Hablar de la Patagonia argentina es, muchas veces, hablar de sitios como Bariloche, San Martín de los Andes o El Calafate. Sin embargo, en su punto más austral existe una tierra que no tiene nada que envidiarle a las mencionadas ciudades y que, además, se encuentra revestida de una mística muy particular: Ushuaia.

El original y pintoresco Aeropuerto Internacional de Ushuaia. Foto: Carpeal.

UNA FUERTE CONEXIÓN CON LA PATRIA

En los colegios se les enseña a los chicos que esta ciudad es la capital de la provincia de Tierra del Fuego, pero con el paso del tiempo uno descubre que, en realidad, es mucho más que eso. Porque Ushuaia no es solamente la capital de Tierra del Fuego, sino de una división administrativa cuyo nombre completo es Tierra del Fuego, Antártida e Islas del Atlántico Sur. Esto quiere decir que, de hecho, Ushuaia es el centro neurálgico administrativo de la porción de la Antártida que posee la Argentina y también de islas entre las cuales se destacan las Malvinas, algo que la dota de un patriotismo que se puede respirar a través de su aire.

Ushuaia fue fundada en 1884 tras decidirse que aquella tierra estaba ubicada en un punto estratégico, algo que al día de hoy sigue siendo así, pues desde allí parten las expediciones hacia la Antártida. Pero, además, Ushuaia supo ser estratégica por otro motivo: la encarcelación de criminales y presos políticos. Es que desde 1902 y hasta 1947 funcionó en la ciudad el Penal de Ushuaia —conocido actualmente como «La cárcel del fin del mundo»—, un establecimiento en el cual estuvieron encerradas figuras como «El Petiso Orejudo», Simón Radowitzky, Mateo Banks o Ramón Falcón y gracias al cual Ushuaia logró crecer, pues allí los reos eran obligados a trabajar.

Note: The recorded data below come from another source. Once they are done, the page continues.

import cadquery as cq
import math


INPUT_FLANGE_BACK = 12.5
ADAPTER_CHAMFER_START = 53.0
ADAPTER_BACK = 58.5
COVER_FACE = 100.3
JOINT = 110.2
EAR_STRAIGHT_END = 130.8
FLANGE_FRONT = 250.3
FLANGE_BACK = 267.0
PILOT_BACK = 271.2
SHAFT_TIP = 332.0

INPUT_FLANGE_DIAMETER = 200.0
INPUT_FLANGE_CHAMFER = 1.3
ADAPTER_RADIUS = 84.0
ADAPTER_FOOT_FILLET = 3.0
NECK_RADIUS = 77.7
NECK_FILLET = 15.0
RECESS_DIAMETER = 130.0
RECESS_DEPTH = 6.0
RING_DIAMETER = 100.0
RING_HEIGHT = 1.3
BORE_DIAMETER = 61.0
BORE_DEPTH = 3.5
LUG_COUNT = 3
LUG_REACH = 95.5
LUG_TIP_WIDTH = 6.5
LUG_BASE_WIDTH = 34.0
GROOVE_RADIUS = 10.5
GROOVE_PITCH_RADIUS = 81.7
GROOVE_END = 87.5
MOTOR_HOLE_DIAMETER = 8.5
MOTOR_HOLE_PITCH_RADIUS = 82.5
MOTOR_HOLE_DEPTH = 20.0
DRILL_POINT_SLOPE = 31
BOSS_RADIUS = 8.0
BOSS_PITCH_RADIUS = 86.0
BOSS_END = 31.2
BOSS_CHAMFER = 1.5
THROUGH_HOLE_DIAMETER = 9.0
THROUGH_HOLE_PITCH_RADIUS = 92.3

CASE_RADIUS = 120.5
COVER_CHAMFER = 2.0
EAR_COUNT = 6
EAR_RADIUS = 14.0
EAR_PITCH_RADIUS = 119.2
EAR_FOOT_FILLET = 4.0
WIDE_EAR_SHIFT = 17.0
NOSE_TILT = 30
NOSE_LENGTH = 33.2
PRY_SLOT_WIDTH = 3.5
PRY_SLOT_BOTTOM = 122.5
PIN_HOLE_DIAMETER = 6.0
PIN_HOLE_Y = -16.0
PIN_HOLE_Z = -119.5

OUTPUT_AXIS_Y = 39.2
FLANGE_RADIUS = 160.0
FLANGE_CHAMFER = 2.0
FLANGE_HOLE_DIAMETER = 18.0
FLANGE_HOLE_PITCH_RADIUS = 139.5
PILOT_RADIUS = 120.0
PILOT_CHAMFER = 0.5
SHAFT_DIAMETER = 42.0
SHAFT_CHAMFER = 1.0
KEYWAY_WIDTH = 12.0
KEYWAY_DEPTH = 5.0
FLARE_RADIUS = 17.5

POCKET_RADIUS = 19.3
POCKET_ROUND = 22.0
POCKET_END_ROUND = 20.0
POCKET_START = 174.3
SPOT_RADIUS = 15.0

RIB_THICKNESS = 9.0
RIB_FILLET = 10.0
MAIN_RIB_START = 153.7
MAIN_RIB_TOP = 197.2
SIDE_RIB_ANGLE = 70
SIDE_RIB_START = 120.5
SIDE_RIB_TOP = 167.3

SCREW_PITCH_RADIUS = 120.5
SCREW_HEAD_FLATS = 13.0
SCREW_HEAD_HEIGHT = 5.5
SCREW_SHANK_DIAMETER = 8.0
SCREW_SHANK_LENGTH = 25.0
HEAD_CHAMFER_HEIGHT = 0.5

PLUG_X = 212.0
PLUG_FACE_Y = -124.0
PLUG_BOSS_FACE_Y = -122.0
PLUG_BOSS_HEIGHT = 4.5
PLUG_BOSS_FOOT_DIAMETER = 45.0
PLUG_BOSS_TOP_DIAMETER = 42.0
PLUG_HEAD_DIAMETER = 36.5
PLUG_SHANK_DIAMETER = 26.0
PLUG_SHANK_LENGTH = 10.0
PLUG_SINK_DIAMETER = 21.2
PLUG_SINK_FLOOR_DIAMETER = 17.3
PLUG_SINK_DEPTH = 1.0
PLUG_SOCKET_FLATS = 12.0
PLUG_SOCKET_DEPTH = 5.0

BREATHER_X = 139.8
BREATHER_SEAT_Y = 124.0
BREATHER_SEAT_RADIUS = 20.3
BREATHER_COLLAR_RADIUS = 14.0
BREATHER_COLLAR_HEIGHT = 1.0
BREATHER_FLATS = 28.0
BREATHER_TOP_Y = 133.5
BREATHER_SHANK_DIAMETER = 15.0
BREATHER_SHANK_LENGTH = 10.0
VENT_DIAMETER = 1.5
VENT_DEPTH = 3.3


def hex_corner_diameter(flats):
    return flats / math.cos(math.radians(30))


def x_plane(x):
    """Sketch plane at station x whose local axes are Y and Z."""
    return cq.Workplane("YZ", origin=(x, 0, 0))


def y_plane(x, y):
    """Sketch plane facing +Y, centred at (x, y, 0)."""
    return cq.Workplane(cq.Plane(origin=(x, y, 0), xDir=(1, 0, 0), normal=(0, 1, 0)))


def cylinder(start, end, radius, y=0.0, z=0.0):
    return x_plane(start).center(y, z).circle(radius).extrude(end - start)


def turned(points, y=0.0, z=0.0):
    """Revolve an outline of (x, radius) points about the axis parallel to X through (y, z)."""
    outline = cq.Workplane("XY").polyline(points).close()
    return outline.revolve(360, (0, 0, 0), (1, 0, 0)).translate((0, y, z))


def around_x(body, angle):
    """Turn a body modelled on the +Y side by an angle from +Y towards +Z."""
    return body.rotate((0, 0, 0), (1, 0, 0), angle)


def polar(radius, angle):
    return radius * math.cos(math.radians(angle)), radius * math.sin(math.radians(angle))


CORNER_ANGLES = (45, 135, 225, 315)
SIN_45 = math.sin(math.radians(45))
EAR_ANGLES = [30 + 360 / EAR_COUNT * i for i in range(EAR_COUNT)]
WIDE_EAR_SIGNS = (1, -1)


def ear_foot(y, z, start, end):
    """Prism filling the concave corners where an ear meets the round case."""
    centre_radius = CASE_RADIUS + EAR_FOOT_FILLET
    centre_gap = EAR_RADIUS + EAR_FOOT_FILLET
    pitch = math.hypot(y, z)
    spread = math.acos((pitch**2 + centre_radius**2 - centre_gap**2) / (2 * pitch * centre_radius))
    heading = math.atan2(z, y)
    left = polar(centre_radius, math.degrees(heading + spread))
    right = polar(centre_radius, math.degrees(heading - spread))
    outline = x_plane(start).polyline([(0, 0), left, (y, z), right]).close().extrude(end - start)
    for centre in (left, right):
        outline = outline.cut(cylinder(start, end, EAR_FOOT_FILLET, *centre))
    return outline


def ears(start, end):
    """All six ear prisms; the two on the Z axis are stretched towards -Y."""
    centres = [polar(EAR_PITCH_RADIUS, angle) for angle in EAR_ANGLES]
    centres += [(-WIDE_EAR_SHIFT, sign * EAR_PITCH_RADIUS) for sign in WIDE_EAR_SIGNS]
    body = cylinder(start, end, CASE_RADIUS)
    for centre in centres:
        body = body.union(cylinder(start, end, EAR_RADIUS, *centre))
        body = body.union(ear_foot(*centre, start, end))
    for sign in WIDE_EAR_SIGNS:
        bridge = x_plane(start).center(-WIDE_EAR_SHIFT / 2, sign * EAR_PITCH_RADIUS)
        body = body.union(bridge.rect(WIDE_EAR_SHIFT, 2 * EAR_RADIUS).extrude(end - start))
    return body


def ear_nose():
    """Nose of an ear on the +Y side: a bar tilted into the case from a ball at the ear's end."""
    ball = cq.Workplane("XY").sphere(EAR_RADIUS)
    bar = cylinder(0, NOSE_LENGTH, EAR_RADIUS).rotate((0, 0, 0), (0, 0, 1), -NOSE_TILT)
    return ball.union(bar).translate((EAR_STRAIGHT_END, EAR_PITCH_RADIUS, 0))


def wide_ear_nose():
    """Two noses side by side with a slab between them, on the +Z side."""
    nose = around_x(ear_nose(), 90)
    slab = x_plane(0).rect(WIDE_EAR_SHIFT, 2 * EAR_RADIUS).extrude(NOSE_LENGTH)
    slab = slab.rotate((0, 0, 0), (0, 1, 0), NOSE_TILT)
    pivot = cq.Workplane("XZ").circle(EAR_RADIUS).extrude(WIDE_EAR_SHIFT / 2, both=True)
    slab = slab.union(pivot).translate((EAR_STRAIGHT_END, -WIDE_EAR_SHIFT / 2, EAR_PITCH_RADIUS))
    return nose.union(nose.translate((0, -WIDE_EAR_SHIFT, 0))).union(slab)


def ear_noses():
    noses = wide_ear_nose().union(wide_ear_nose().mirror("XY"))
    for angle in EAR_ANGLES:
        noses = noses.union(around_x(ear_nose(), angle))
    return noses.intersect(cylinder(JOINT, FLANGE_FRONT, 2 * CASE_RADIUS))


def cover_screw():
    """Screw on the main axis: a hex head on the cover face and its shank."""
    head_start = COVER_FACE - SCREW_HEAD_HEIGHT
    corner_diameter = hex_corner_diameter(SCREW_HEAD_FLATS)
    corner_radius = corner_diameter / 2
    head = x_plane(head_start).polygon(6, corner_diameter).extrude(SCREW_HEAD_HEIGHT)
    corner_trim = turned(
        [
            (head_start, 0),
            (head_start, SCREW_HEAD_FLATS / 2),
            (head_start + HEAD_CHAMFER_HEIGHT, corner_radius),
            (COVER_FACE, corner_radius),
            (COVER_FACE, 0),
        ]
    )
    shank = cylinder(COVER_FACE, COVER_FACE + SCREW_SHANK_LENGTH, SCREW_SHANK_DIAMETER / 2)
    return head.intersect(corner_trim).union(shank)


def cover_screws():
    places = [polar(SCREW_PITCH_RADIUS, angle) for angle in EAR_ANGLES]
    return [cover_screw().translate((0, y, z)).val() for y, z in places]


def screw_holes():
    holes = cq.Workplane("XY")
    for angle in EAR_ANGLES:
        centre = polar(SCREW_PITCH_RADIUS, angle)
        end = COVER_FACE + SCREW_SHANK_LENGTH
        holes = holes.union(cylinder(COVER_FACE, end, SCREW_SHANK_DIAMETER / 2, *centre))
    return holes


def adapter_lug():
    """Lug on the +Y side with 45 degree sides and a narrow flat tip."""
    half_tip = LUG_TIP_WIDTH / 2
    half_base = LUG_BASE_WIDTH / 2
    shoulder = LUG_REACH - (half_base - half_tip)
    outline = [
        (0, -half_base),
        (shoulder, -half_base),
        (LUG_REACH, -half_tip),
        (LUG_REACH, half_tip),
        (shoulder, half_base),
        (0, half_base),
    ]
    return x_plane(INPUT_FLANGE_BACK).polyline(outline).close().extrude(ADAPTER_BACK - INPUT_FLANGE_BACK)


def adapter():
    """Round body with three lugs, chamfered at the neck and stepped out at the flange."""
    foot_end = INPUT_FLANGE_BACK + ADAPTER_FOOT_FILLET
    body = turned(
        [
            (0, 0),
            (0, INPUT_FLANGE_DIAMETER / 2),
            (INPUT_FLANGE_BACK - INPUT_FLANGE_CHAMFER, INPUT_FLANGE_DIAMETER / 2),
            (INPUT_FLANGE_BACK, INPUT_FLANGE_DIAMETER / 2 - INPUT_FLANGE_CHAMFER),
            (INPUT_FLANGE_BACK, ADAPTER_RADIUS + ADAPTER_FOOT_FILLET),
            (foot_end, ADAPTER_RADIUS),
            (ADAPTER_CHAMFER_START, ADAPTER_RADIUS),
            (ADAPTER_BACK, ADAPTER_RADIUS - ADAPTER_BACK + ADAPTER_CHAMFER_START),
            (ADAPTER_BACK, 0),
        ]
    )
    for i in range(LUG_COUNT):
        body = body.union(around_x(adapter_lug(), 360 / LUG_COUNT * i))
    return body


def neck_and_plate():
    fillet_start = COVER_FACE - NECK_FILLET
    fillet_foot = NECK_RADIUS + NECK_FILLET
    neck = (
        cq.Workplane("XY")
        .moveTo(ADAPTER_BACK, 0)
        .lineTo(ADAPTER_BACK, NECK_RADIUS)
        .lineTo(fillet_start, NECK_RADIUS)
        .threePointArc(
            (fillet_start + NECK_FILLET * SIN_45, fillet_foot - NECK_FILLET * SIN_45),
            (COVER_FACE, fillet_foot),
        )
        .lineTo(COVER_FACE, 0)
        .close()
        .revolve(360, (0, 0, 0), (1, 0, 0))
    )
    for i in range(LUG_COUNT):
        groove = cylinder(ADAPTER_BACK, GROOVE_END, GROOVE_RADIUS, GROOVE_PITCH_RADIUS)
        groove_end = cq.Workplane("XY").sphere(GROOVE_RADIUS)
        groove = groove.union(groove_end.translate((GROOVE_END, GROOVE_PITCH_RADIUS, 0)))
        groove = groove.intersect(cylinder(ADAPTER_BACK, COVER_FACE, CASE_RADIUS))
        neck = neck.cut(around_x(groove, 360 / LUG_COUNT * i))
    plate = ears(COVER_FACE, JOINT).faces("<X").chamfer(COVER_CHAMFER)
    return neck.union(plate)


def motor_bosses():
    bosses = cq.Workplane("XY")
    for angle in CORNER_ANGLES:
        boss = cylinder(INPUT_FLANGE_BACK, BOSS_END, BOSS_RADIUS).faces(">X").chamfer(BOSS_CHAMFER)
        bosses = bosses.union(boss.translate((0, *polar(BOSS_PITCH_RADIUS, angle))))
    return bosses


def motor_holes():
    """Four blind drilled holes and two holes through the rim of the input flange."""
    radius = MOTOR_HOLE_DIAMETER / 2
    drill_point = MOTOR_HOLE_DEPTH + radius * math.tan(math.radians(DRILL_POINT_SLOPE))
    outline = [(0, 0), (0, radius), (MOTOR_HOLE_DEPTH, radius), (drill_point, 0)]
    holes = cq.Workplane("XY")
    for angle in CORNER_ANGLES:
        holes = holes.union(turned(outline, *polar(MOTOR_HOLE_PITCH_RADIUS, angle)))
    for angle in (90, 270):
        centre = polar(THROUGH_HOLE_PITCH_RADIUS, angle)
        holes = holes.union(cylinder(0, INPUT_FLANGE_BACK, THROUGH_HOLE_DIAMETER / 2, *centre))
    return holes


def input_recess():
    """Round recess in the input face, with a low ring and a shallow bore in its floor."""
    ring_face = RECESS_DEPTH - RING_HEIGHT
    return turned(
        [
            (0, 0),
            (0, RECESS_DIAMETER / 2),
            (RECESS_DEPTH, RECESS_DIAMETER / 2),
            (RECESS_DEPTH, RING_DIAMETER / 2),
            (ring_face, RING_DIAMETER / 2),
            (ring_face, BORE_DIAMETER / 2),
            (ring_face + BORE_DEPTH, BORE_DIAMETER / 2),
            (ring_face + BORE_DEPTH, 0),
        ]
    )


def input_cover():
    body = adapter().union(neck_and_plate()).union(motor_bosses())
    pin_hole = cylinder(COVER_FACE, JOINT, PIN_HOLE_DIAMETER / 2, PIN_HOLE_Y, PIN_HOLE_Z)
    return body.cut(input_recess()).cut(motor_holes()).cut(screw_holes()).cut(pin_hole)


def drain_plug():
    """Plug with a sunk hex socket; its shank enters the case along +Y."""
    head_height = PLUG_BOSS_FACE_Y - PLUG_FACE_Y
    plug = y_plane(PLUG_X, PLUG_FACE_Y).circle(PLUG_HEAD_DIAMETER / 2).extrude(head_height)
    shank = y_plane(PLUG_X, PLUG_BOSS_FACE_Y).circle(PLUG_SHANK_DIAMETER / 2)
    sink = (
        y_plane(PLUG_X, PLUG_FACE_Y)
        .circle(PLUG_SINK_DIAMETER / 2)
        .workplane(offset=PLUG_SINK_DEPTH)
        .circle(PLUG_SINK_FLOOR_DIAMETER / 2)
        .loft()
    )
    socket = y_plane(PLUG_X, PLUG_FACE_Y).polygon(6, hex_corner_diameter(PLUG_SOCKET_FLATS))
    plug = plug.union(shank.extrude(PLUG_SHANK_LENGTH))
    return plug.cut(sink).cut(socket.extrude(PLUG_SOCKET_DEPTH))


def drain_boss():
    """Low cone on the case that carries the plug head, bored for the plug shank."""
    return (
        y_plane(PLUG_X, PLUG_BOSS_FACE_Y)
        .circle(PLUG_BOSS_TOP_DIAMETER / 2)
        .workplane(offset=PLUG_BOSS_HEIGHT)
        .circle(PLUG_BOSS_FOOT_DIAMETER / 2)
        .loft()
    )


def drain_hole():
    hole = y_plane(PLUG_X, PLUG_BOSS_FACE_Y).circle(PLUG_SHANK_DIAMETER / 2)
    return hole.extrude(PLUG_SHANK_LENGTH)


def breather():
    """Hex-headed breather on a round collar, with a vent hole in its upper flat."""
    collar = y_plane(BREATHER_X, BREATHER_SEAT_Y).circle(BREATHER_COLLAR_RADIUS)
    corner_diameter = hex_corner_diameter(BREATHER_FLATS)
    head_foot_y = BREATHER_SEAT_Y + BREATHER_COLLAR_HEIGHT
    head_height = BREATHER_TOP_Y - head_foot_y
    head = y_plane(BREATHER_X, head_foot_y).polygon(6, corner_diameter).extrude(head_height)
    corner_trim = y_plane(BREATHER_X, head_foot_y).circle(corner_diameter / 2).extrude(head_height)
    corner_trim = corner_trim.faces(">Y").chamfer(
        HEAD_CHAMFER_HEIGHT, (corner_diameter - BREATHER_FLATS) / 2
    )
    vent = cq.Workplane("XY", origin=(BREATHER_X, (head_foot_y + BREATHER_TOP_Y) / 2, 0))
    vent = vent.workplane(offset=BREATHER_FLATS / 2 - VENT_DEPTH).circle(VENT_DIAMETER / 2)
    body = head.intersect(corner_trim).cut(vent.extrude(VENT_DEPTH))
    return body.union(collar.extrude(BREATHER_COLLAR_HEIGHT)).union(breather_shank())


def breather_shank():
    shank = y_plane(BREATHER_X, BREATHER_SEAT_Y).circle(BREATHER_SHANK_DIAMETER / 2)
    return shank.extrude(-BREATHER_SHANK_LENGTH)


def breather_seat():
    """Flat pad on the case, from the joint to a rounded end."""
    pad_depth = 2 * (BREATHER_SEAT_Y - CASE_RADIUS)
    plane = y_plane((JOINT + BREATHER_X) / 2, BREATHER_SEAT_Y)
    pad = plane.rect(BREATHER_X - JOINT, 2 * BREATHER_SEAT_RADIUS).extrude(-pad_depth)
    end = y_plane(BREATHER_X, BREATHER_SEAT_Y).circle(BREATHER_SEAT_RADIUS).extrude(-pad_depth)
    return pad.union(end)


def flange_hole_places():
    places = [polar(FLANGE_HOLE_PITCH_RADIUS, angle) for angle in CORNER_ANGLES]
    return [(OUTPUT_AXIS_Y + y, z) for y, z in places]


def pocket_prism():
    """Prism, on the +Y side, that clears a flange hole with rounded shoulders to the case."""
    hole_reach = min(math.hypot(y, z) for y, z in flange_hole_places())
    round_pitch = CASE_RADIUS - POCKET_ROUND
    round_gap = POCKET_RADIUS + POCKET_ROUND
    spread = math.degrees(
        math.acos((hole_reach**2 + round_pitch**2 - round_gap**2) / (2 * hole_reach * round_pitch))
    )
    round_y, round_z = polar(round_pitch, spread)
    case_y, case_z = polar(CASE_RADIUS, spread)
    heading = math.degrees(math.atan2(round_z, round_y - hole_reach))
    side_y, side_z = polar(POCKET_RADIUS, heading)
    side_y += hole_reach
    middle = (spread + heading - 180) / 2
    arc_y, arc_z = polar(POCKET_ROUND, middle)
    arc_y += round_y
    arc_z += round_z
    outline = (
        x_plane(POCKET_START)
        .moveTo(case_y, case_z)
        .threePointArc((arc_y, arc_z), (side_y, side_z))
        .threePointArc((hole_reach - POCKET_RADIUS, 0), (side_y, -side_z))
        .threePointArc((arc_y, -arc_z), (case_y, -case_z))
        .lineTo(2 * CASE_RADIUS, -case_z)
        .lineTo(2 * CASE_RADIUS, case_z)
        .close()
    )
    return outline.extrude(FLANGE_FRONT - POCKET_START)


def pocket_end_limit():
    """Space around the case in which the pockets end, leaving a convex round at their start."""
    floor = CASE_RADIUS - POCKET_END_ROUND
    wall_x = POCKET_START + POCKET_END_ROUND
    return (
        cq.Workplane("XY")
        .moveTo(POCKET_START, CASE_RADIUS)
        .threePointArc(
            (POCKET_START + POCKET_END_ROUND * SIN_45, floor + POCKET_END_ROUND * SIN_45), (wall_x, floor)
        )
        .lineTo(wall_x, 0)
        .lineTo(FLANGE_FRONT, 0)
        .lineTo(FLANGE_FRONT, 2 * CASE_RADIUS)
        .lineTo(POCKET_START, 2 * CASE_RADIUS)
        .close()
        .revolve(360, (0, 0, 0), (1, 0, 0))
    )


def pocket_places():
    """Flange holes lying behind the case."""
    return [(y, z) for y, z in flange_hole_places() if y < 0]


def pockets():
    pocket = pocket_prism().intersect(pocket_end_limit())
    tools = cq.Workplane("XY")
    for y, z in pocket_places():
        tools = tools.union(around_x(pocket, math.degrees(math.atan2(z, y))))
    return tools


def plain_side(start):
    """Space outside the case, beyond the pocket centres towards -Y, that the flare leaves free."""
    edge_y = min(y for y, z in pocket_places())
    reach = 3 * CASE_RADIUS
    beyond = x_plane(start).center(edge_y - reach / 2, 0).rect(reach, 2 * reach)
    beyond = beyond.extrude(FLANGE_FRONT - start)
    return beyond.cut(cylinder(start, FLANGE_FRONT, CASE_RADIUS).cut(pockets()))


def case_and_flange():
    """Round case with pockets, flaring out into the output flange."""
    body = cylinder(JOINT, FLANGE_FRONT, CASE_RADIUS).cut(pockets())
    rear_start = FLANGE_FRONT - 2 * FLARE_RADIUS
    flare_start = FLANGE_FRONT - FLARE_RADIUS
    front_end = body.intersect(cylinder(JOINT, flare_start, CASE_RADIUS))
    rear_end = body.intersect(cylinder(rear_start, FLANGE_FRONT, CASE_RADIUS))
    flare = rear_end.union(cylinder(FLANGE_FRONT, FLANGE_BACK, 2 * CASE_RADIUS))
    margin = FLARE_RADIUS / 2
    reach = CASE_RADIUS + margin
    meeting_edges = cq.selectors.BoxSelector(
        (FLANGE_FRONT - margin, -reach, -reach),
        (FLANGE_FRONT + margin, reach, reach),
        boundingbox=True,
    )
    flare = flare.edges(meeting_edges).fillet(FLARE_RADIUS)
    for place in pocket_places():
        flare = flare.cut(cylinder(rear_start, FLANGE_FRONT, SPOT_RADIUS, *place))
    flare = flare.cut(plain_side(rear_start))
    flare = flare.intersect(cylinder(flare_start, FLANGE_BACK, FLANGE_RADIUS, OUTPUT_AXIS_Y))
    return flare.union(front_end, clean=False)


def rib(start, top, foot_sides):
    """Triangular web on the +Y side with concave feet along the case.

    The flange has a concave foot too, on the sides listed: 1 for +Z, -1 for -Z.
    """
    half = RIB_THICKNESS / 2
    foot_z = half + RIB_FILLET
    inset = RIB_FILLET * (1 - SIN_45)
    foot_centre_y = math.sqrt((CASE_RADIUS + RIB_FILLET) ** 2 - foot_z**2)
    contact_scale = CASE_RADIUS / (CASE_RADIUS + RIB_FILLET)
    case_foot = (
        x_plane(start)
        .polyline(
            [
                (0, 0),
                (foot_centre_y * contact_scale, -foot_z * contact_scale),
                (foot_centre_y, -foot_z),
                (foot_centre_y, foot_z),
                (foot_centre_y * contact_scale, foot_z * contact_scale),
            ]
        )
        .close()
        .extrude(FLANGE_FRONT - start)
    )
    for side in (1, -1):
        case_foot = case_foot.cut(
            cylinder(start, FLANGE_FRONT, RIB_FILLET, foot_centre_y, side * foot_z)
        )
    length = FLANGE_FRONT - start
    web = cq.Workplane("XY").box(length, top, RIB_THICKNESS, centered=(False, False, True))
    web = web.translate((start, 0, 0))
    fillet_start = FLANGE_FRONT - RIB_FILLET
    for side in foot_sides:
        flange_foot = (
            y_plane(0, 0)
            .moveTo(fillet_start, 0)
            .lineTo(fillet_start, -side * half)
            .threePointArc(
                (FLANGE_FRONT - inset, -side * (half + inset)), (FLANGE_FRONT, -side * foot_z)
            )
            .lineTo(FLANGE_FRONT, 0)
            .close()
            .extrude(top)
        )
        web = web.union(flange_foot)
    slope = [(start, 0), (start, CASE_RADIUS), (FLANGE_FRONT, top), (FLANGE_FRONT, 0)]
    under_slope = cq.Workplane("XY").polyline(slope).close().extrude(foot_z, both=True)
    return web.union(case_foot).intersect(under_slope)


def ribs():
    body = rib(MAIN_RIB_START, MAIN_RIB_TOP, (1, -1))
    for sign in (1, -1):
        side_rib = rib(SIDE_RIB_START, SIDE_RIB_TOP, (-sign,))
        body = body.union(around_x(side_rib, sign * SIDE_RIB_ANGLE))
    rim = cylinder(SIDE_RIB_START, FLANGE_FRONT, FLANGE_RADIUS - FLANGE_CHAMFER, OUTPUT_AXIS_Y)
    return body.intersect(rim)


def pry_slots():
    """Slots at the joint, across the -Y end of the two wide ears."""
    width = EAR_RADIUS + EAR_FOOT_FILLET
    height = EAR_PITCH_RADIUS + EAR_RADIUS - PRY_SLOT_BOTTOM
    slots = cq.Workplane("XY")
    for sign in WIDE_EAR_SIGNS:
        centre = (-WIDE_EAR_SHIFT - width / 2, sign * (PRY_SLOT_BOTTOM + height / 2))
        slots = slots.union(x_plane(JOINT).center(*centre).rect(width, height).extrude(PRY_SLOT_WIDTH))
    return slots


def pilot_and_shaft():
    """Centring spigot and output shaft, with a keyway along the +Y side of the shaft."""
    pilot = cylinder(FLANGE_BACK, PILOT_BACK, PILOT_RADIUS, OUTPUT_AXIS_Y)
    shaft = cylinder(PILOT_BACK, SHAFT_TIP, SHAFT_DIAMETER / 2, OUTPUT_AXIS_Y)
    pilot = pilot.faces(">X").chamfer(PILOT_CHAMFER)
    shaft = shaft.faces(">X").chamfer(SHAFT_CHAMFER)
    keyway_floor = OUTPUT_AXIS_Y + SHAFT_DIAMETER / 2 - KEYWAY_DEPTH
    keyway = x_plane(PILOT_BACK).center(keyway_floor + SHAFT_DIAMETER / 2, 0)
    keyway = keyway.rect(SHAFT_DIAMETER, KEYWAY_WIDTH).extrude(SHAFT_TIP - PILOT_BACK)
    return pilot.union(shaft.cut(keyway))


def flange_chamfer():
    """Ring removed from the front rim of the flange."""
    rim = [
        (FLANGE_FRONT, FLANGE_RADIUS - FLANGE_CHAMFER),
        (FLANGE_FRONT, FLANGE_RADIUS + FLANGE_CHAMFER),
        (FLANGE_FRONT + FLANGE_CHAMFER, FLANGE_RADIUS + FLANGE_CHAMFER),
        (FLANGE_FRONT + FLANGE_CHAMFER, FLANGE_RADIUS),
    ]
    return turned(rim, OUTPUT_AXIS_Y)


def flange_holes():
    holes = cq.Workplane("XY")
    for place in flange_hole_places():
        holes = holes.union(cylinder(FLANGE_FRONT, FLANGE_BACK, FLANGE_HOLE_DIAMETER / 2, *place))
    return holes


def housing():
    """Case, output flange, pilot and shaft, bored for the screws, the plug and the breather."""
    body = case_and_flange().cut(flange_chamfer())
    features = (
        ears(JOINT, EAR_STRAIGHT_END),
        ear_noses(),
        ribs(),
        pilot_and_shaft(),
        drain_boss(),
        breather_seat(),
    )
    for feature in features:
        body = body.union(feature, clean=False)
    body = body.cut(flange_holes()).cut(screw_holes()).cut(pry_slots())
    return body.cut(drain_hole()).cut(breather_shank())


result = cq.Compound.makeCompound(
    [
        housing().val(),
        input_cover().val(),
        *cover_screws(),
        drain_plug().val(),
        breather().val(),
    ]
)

Aunque parezca mentira, todo eso se palpa en el ambiente de Ushuaia. En la zona donde se encuentra el antiguo penal, donde hoy funciona el museo, la atmósfera es lúgubre y el recinto, que cuenta con réplicas de los presos más destacados, es tétrico y evoca una Argentina de otros tiempos, donde los crímenes eran castigados y se pagaban con el servicio a la patria. Una patria que, además, está presente en distintos rincones de la ciudad: en el emplazamiento del Área Naval Austral; en las referencias a Malvinas, con murales que rezan «Ushuaia, capital de las Malvinas» y con el Monumento Héroes de Malvinas; y en los colores patrios que se pueden ver por doquier y que hallan su máximo esplendor en la bandera junto al mencionado monumento a los caídos en la guerra contra el Reino Unido.

LA NATURALEZA COMO MÁXIMO ESTANDARTE

Si hablamos del Monumento Héroes de Malvinas, quien visite Ushuaia podrá encontrar junto a él la que será, quizá, una de las mejores postales de la República Argentina: la bandera nacional flameando por el intenso viento de la costa con los Montes Martial de fondo. Una verdadera delicia que, además, define la esencia de Ushuaia: su preciosa naturaleza.

A pesar de que en la Patagonia la fama de maravillas naturales se la llevan sitios como el Parque Nacional Nahuel Huapi (en Bariloche) o el Glaciar Perito Moreno (en El Calafate), lo cierto es que Ushuaia no tiene nada que envidiarles a aquellos destinos. Porque, además de los Montes Martial —donde se encuentra el Glaciar Martial—, la capital fueguina también cuenta con los espectáculos naturales que brindan el Parque Nacional Tierra del Fuego, el Canal de Beagle (y las pequeñas islas a las cuales permite llegar), el Lago Escondido, el Lago Fagnano o la Laguna Esmeralda.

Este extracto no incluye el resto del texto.